Inter-processualité

La notion d’inter-processualité chez Peter Briggs vise l’aspect philosophique de l’œuvre d’art tel qu’il la conçoit. Cette notion semble en effet convoquer différents éléments, différents champs de force qui ont trait aussi bien à la philosophie naturelle, à la philosophie de la perception, qu’à l’esthétique en elle-même, qui, par définition, est un processus. Or, en cette matière, Le philosophe du processus est assurément Alfred North Whitehead. En effet, la notion de ‘process’ est fondamentale dans son système philosophique. La notion de ‘process’ est extrêmement simple, de prime abord, et voici, synthétiquement, ce que peut en dire Whitehead :

« Le sujet s’origine depuis, et parmi, des conditions données […] Le processus n’est rien d’autre que le sujet expériençant lui-même ». ‘The subject originates from, and amid, given conditions […] The process is nothing else than the experiencing subject itself’ (Process and Reality. An Essay in Cosmology, 1929).

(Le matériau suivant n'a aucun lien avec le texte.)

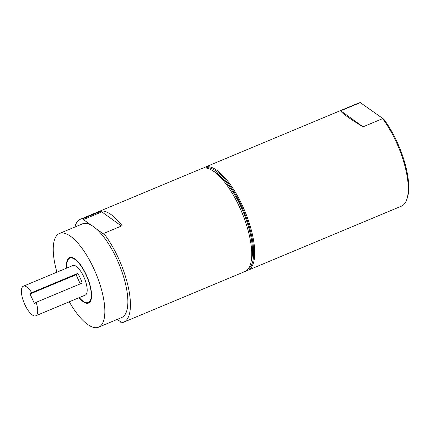 <?xml version="1.0" encoding="UTF-8"?>
<svg xmlns="http://www.w3.org/2000/svg" width="430" height="430" viewBox="0 0 430 430"><rect width="100%" height="100%" fill="white"/><g stroke="black" fill="none" stroke-linecap="round" stroke-linejoin="round"><path stroke-width="0.64" d="M246.309 270.76A55.83 20.027 -112.7 0 0 247.863 270.303A55.83 20.027 -112.7 0 0 246.669 215.709A55.83 20.027 -112.7 0 0 208.459 166.722A55.83 20.027 -112.7 0 0 204.82 167.275A55.83 20.027 -112.7 0 0 203.406 168.06M341.001 111.354L340.754 110.784L363.038 126.823C350.122 118.943 342.78 113.789 341.001 111.354M204.82 167.275L358.378 103.125A55.83 20.027 -112.7 0 1 360.324 102.614L383.839 119.228L360.324 102.614L340.754 110.784M247.766 269.433A55.056 19.748 -112.7 0 0 245.234 214.774A55.056 19.748 -112.7 0 0 208.039 167.727A55.056 19.748 -112.7 0 0 205.368 167.958M363.038 126.823L382.609 118.653A55.83 20.027 -112.7 0 1 406.871 199.23A55.83 20.027 -112.7 0 1 401.421 206.153L247.863 270.303M251.174 261.214A52.782 18.936 -112.7 0 0 243.143 211.77A52.782 18.936 -112.7 0 0 213.619 171.307M406.871 199.23L407.377 197.682A54.492 19.549 -112.7 0 0 383.839 119.228M117.282 319.382L120.712 321.85L120.894 322.796A55.83 20.027 -112.7 0 0 123.582 322.226L244.89 271.545A55.83 20.027 -112.7 0 0 246.825 226.024A55.83 20.027 -112.7 0 0 214.097 171.645A55.83 20.027 -112.7 0 0 201.853 168.517L80.539 219.192A55.83 20.027 -112.7 0 0 74.809 227.061M123.582 322.226A55.83 20.027 -112.7 0 0 128.183 286.692A55.83 20.027 -112.7 0 0 103.759 233.404L122.141 225.723A55.83 20.027 -112.7 0 0 111.171 214.645A55.83 20.027 -112.7 0 0 101.614 210.942L83.227 218.623A55.83 20.027 -112.7 0 0 80.539 219.192M69.278 301.785A50.778 18.216 -112.7 0 0 87.478 324.333A50.778 18.216 -112.7 0 0 98.615 327.182L121.636 317.566A50.778 18.216 -112.7 0 0 124.146 278.688A50.778 18.216 -112.7 0 0 96.293 228.841L96.266 228.857A50.778 18.216 -112.7 0 0 93.595 226.712A50.778 18.216 -112.7 0 0 91.026 225.083L91.052 225.073A50.778 18.216 -112.7 0 0 82.49 223.853L59.469 233.474A50.778 18.216 -112.7 0 0 56.916 272.19M98.615 327.182A50.778 18.216 -112.7 0 0 100.378 285.778A50.778 18.216 -112.7 0 0 70.606 236.317A50.778 18.216 -112.7 0 0 59.469 233.474M79.023 297.71A24.655 8.842 -112.7 0 0 83.141 301.693A24.655 8.842 -112.7 0 0 88.548 303.075A24.655 8.842 -112.7 0 0 89.402 282.972A24.655 8.842 -112.7 0 0 74.949 258.957A24.655 8.842 -112.7 0 0 69.536 257.575A24.655 8.842 -112.7 0 0 66.661 268.121M103.759 233.404L103.942 234.345L96.293 228.841M83.227 218.623L83.409 219.569L101.792 211.888L121.427 226.019M91.052 225.073L83.409 219.569M101.792 211.888L101.614 210.942M77.733 273.421L31.696 292.658A16.034 5.751 -112.7 0 0 23.37 286.203A16.034 5.751 -112.7 0 0 22.855 286.514A16.034 5.751 -112.7 0 0 24.569 303.978A16.034 5.751 -112.7 0 0 35.733 315.797A16.034 5.751 -112.7 0 0 36.249 315.491A16.034 5.751 -112.7 0 0 36.163 302.317L82.2 283.08A16.034 5.751 -112.7 0 0 77.733 273.421L76.067 274.765L80.281 283.886M35.733 315.797L85.226 295.12A16.034 5.751 -112.7 0 0 85.737 294.813A16.034 5.751 -112.7 0 0 84.022 277.35A16.034 5.751 -112.7 0 0 72.864 265.53L23.37 286.203M79.292 297.603A24.053 8.627 -112.7 0 0 88.317 302.521A24.053 8.627 -112.7 0 0 89.085 302.059A24.053 8.627 -112.7 0 0 86.516 275.861A24.053 8.627 -112.7 0 0 69.773 258.129A24.053 8.627 -112.7 0 0 68.999 258.591A24.053 8.627 -112.7 0 0 66.929 268.008M76.067 274.765L30.03 293.996L34.491 303.655L36.163 302.317M31.696 292.658L30.03 293.996M69.773 258.129L71.563 257.382M88.317 302.521L90.106 301.774"/></g></svg>

Pour Whitehead, la moindre expérience, n’est en aucun cas réductible à la peau de chagrin grammaticale que l’on nous a inculqué et qui se limite à un Sujet face à un Objet. On nous a appris à synthétiser l’univers en deux ensembles disjoints : les sujets, et les objets. Je suis un sujet, et je vois un objet. C’est une expérience. Soit. Mais pour les Philosophies de l’Expérience, incarnées par Whitehead, William James, et John Dewey, une expérience ne peut jamais être décrite d’une manière aussi naïve et simpliste. Ce que Whitehead appelle donc le processus est le fait dynamique, en train de se faire, de plusieurs expériences qui vont n’en faire qu’une ; mais, sitôt pensé la notion de processus, il faut donc questionner comment se structure “une” expérience — et c’est là qu’apparaît la complexité et la richesse du monde. Ainsi, la notion de ‘process’ ne peut être comprise que comme une inter-relation qui a toujours lieu entre un sujet et des expériences, entre un sujet-objet de ses expériences, un objet — a minima — sujet tout autant : Car il n’existe pas d’expérience unique sans rien autour ; puisque la moindre expérience sollicite un nombre considérables d’autres expériences, ou sub-expériences, nécessaires pour constituer L’expérience discriminée en tant qu’expérience unique. C’est ce que nous dit plus loin Whitehead, dans son maître-livre de 1929 :

« Le beaucoup devient un, et sont augmentées [i.e., les entités] par un. En leur natures, les entités sont ‘beaucoup’ disjonctivement [je souligne] dans le processus du passage dans l’unité conjonctive ». (‘The many become one, and are increased by one. In their natures, entities are disjunctively ‘many’ in process of passage into conjunctive unity.’)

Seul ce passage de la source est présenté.